__Task statement__
Return every line of the data below that includes the string "False".
((
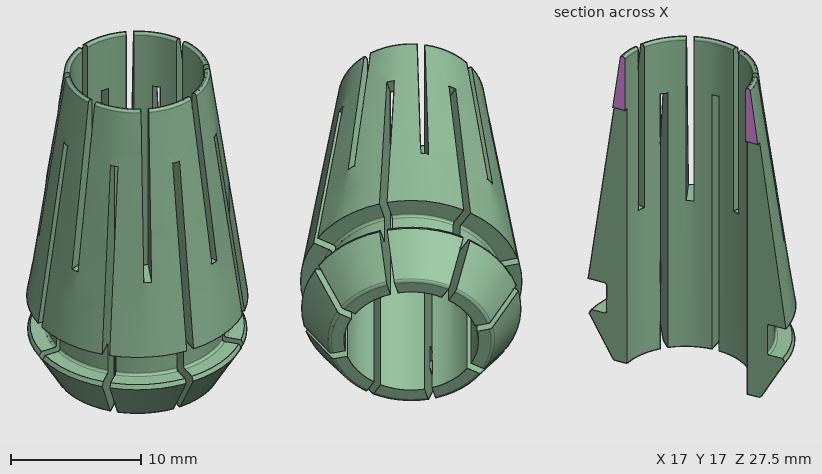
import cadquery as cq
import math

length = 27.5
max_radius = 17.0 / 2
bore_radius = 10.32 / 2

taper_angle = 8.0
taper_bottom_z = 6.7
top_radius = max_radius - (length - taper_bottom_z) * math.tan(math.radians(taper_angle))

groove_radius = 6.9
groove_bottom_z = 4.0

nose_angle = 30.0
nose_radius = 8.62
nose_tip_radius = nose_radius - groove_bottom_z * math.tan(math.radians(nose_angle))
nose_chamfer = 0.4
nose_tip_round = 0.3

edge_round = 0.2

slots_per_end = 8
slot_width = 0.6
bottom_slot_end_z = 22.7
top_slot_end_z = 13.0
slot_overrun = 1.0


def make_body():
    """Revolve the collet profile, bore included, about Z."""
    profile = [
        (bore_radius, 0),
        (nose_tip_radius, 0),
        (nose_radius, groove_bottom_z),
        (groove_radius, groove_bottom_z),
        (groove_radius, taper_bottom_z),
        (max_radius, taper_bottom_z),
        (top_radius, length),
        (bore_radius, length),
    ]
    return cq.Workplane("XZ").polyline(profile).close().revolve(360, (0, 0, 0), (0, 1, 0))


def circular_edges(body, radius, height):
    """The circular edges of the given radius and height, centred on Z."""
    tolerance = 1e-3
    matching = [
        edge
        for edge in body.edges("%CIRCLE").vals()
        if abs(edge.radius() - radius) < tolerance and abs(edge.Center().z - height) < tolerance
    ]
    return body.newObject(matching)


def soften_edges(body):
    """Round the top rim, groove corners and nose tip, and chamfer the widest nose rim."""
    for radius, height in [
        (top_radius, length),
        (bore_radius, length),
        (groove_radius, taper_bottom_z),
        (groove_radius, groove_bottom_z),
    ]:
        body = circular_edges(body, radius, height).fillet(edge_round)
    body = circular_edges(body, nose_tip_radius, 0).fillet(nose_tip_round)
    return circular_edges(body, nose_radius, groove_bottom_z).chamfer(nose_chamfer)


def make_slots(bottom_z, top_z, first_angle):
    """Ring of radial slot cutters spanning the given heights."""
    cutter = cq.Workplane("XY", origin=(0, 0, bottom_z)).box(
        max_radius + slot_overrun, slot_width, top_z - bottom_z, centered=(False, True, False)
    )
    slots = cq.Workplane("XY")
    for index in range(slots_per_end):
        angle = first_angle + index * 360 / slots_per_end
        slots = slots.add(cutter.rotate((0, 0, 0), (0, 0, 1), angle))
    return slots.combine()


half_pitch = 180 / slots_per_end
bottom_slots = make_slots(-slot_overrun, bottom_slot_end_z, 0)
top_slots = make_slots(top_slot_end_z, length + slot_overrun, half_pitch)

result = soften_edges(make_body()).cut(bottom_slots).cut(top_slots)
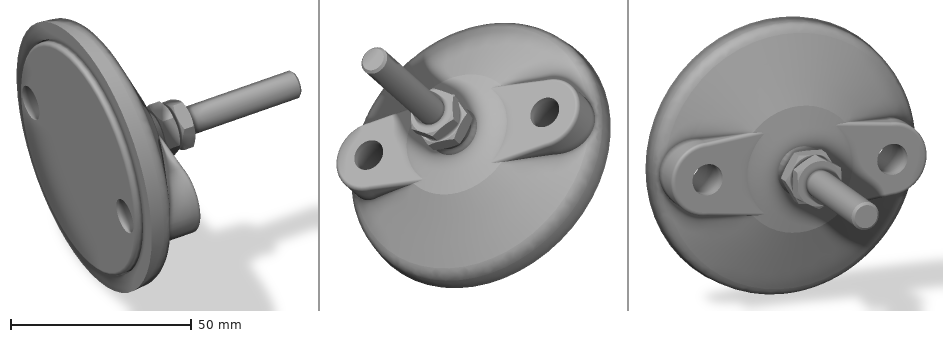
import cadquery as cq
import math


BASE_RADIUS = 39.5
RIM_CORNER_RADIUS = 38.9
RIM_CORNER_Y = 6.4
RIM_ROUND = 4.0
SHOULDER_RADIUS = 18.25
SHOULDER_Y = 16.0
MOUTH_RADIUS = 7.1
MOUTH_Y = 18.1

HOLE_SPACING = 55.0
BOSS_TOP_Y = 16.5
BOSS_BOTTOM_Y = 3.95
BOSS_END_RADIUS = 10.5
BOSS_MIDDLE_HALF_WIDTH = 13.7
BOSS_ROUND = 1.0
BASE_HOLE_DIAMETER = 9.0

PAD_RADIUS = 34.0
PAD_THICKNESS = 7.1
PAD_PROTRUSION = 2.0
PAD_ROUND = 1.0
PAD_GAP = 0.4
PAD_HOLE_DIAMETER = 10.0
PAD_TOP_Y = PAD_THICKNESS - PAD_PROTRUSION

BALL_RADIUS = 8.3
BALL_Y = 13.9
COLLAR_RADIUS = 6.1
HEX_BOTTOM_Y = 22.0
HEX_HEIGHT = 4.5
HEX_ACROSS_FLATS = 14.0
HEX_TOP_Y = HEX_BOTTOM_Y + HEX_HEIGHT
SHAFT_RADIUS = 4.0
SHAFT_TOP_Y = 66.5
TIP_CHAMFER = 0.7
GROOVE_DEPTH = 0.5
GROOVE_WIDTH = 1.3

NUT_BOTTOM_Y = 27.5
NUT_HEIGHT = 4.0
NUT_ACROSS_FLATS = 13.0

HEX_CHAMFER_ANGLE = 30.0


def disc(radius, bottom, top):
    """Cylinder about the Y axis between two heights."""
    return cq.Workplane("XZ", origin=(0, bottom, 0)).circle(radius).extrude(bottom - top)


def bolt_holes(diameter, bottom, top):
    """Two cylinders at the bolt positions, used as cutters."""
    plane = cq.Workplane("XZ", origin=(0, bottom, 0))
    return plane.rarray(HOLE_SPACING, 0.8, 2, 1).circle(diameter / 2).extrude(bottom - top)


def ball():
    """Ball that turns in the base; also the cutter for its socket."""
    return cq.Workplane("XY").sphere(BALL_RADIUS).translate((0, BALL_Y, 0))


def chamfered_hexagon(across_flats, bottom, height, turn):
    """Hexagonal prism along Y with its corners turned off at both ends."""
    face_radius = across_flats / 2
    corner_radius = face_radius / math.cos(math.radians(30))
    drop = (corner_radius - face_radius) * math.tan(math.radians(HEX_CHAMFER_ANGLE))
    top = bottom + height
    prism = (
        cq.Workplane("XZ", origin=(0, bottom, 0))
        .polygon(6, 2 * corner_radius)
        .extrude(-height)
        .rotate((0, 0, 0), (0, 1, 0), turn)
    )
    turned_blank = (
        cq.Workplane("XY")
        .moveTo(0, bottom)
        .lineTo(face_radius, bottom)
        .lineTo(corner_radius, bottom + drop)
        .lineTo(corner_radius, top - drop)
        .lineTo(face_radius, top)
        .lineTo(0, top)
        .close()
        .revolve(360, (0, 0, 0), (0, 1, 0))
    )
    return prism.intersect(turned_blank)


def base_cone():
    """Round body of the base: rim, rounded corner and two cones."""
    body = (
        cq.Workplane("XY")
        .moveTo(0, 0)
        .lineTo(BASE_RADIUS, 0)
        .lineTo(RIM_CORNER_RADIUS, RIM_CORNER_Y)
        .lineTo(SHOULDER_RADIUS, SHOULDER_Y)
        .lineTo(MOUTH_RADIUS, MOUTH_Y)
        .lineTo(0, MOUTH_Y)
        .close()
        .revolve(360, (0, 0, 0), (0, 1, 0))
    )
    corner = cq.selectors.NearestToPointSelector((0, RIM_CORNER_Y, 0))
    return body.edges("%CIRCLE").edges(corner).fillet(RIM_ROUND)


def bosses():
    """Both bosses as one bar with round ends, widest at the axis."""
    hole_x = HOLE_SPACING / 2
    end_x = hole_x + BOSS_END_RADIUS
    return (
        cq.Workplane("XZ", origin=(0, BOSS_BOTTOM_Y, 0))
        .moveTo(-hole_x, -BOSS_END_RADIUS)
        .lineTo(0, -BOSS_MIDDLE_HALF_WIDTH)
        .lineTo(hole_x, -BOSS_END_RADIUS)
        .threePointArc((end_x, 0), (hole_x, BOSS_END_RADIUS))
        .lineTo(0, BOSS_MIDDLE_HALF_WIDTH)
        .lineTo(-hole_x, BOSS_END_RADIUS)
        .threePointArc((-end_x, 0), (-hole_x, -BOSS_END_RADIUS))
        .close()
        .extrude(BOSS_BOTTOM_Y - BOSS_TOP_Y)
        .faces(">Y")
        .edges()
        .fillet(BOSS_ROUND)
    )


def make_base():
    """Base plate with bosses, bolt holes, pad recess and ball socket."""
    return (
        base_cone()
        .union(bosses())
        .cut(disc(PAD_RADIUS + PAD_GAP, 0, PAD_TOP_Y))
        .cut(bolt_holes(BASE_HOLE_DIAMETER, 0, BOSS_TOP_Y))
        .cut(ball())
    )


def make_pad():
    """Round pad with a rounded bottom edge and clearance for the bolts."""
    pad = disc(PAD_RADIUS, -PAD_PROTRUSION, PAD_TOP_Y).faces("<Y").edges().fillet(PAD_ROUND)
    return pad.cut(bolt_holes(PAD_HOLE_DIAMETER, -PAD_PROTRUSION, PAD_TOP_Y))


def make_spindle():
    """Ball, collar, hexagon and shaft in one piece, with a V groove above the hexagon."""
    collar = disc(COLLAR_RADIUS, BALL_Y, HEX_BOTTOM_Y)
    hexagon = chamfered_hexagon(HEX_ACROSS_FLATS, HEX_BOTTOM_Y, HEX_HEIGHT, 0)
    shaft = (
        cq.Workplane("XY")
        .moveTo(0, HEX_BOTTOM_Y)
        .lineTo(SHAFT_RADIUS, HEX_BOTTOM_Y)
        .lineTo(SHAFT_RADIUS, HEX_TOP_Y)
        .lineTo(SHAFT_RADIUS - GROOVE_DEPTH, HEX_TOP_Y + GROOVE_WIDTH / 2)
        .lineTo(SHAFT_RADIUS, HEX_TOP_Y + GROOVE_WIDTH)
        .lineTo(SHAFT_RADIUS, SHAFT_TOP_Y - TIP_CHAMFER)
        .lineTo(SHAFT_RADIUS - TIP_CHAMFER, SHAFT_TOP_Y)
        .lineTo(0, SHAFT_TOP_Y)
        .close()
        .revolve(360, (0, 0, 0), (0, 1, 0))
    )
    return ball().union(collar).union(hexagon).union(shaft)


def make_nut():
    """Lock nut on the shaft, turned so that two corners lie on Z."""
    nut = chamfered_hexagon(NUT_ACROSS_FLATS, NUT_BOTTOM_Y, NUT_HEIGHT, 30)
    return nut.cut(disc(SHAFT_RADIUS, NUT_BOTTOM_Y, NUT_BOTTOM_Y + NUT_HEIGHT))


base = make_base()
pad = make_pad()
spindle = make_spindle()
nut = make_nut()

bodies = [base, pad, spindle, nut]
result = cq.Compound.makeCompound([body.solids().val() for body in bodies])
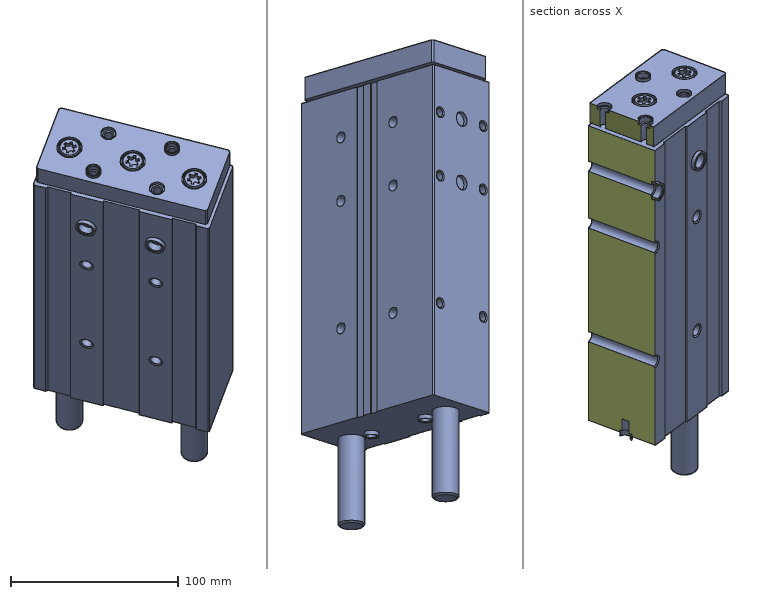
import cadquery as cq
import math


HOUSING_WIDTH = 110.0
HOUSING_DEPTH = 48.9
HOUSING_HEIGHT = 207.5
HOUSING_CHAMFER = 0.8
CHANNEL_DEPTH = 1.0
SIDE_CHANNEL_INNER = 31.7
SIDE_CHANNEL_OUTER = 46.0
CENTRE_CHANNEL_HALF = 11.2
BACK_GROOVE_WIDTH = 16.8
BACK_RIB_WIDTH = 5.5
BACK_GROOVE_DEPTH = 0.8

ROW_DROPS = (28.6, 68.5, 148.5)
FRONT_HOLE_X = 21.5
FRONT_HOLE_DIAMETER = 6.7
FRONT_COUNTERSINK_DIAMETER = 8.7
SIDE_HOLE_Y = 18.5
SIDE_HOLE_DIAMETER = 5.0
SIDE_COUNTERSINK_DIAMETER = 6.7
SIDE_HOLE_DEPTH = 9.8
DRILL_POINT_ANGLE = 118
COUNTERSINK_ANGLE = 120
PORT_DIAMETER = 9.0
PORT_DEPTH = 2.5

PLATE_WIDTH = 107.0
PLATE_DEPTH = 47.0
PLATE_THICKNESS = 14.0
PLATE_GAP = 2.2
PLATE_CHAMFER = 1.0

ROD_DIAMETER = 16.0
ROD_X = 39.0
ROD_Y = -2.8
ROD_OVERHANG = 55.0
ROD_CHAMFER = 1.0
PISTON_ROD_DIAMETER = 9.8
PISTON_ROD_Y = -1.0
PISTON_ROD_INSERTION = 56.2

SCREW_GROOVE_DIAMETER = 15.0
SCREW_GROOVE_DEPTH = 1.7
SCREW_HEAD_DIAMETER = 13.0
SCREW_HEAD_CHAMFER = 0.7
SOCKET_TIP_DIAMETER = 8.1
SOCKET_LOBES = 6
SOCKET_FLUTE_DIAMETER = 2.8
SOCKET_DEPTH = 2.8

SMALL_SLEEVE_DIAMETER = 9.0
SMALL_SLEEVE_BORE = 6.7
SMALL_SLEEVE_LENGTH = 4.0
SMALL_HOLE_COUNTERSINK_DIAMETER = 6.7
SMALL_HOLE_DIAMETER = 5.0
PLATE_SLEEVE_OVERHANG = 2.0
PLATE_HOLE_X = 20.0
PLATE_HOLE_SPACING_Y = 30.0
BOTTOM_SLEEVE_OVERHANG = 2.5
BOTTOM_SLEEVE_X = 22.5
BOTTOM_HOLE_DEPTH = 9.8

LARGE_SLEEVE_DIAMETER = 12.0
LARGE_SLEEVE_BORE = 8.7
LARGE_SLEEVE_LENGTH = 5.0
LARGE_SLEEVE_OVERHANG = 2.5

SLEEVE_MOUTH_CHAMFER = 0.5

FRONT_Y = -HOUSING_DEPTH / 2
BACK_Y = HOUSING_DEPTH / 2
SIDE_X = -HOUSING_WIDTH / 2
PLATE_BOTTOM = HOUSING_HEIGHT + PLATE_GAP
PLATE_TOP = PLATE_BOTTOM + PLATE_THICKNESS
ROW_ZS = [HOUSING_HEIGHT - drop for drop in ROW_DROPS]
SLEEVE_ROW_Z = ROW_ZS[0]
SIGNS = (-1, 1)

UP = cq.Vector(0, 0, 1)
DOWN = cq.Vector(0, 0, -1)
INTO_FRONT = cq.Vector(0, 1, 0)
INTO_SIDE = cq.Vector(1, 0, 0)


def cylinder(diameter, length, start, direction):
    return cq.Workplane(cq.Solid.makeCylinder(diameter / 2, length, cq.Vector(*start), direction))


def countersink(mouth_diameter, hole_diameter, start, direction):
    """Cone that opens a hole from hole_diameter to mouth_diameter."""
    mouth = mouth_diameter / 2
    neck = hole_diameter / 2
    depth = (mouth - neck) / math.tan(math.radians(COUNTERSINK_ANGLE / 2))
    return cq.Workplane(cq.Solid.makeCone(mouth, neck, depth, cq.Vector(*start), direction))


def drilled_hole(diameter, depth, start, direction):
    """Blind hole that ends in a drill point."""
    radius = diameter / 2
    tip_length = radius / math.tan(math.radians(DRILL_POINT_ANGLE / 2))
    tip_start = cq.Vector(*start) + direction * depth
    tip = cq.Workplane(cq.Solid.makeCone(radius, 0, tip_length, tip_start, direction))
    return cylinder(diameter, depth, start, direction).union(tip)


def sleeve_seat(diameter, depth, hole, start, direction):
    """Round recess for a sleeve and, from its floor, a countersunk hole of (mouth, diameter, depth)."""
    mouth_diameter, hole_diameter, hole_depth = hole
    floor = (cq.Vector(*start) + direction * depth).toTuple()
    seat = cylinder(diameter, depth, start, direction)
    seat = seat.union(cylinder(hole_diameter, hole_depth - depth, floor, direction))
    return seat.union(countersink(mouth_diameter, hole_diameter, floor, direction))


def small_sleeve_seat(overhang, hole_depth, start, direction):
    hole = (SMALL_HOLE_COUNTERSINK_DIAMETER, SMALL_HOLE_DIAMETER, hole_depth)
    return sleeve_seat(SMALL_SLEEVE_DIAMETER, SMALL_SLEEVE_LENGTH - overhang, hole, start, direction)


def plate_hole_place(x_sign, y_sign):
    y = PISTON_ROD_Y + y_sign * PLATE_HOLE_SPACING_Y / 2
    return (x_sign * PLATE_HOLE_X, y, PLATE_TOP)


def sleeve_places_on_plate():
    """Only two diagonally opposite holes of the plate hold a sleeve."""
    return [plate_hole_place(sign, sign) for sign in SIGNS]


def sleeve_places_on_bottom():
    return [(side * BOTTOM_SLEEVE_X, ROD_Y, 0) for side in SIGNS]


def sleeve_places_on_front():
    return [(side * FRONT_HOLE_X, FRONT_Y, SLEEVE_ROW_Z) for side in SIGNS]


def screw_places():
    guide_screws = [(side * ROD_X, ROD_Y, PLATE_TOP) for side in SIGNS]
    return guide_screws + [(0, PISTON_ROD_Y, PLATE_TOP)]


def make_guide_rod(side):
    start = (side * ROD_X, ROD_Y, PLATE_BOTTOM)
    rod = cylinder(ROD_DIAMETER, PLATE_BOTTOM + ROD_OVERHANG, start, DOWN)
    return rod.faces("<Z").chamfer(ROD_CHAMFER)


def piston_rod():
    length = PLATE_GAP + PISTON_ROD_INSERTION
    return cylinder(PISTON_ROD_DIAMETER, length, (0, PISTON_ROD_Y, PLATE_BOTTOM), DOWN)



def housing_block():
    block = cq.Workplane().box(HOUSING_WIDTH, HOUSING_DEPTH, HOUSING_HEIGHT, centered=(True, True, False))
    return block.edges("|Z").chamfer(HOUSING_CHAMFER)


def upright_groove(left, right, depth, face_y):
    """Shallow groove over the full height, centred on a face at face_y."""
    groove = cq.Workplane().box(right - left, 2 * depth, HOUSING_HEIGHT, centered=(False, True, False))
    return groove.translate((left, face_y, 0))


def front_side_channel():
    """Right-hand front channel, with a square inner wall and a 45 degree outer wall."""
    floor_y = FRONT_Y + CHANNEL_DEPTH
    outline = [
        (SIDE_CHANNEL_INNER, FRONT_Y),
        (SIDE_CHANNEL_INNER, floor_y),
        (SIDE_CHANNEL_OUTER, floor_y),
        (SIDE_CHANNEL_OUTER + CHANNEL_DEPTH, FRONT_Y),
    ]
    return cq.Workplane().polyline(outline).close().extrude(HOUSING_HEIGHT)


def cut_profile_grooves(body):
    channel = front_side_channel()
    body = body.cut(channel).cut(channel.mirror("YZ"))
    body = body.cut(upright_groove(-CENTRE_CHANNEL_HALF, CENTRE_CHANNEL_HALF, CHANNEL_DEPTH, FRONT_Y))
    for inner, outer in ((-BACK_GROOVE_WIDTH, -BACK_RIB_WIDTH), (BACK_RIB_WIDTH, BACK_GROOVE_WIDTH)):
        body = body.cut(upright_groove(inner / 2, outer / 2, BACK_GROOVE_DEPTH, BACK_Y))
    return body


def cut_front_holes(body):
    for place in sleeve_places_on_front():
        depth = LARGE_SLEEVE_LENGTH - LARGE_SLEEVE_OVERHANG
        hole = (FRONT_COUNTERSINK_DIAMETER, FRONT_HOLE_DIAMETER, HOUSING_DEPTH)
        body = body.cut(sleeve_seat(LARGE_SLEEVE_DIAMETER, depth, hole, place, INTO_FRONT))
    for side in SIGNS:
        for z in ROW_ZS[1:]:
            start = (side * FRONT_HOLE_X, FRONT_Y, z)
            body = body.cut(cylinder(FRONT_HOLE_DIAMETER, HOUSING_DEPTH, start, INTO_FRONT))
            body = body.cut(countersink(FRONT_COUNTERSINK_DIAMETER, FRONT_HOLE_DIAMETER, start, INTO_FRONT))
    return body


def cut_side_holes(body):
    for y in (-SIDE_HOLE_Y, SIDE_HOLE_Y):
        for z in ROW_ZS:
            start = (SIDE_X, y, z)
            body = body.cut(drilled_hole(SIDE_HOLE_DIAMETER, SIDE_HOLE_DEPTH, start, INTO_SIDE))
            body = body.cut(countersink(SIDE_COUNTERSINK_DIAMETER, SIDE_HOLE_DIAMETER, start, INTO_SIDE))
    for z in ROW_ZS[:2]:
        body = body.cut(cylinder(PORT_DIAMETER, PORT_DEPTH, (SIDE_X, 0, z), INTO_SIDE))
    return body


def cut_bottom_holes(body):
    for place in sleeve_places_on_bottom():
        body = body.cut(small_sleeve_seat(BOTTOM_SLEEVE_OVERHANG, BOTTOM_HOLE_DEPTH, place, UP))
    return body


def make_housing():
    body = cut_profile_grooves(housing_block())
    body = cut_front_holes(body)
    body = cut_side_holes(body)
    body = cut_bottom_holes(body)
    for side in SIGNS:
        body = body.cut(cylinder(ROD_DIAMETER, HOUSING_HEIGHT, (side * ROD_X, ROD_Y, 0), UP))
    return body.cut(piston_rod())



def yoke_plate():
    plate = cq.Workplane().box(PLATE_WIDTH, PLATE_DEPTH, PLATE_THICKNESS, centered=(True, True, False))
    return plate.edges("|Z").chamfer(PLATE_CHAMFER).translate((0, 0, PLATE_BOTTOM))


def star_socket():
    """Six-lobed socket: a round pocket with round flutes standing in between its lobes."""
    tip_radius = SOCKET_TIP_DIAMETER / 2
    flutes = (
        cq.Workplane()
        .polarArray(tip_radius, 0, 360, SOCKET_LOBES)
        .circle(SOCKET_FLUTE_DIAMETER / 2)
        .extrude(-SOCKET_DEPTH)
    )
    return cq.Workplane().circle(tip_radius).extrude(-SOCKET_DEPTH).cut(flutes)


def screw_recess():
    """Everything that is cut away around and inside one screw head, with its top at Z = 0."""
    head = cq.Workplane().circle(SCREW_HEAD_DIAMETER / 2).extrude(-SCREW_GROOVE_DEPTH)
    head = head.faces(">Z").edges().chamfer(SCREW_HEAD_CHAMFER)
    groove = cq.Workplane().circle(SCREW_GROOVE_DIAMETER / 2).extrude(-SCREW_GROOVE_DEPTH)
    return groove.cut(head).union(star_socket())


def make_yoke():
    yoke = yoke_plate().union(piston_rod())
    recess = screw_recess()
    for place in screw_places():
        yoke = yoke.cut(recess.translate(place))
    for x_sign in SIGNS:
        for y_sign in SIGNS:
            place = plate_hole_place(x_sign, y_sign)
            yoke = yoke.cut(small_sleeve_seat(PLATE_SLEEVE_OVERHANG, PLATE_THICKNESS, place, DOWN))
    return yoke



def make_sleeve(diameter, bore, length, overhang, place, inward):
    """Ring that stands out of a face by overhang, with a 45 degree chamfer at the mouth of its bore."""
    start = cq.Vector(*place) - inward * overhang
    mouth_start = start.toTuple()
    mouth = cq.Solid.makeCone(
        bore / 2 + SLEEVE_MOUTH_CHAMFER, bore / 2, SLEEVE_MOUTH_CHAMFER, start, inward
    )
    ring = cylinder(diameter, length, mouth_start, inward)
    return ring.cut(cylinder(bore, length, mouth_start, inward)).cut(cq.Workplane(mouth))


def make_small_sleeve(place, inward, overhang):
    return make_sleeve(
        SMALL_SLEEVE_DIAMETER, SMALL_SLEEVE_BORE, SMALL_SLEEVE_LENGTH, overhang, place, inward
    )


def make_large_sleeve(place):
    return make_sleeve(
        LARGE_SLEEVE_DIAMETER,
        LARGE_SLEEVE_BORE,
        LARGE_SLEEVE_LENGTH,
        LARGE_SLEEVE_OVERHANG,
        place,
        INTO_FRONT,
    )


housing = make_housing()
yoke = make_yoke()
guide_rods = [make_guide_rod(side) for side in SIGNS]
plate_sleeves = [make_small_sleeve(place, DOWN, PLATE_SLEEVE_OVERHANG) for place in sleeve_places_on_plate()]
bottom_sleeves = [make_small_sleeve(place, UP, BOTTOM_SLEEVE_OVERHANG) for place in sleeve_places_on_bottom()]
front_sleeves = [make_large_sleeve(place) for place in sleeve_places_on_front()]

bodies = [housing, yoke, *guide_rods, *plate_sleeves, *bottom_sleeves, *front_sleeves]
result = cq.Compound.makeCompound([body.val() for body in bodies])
))
__Your response__
        max_radius + slot_overrun, slot_width, top_z - bottom_z, centered=(False, True, False)
    block = cq.Workplane().box(HOUSING_WIDTH, HOUSING_DEPTH, HOUSING_HEIGHT, centered=(True, True, False))
    groove = cq.Workplane().box(right - left, 2 * depth, HOUSING_HEIGHT, centered=(False, True, False))
    plate = cq.Workplane().box(PLATE_WIDTH, PLATE_DEPTH, PLATE_THICKNESS, centered=(True, True, False))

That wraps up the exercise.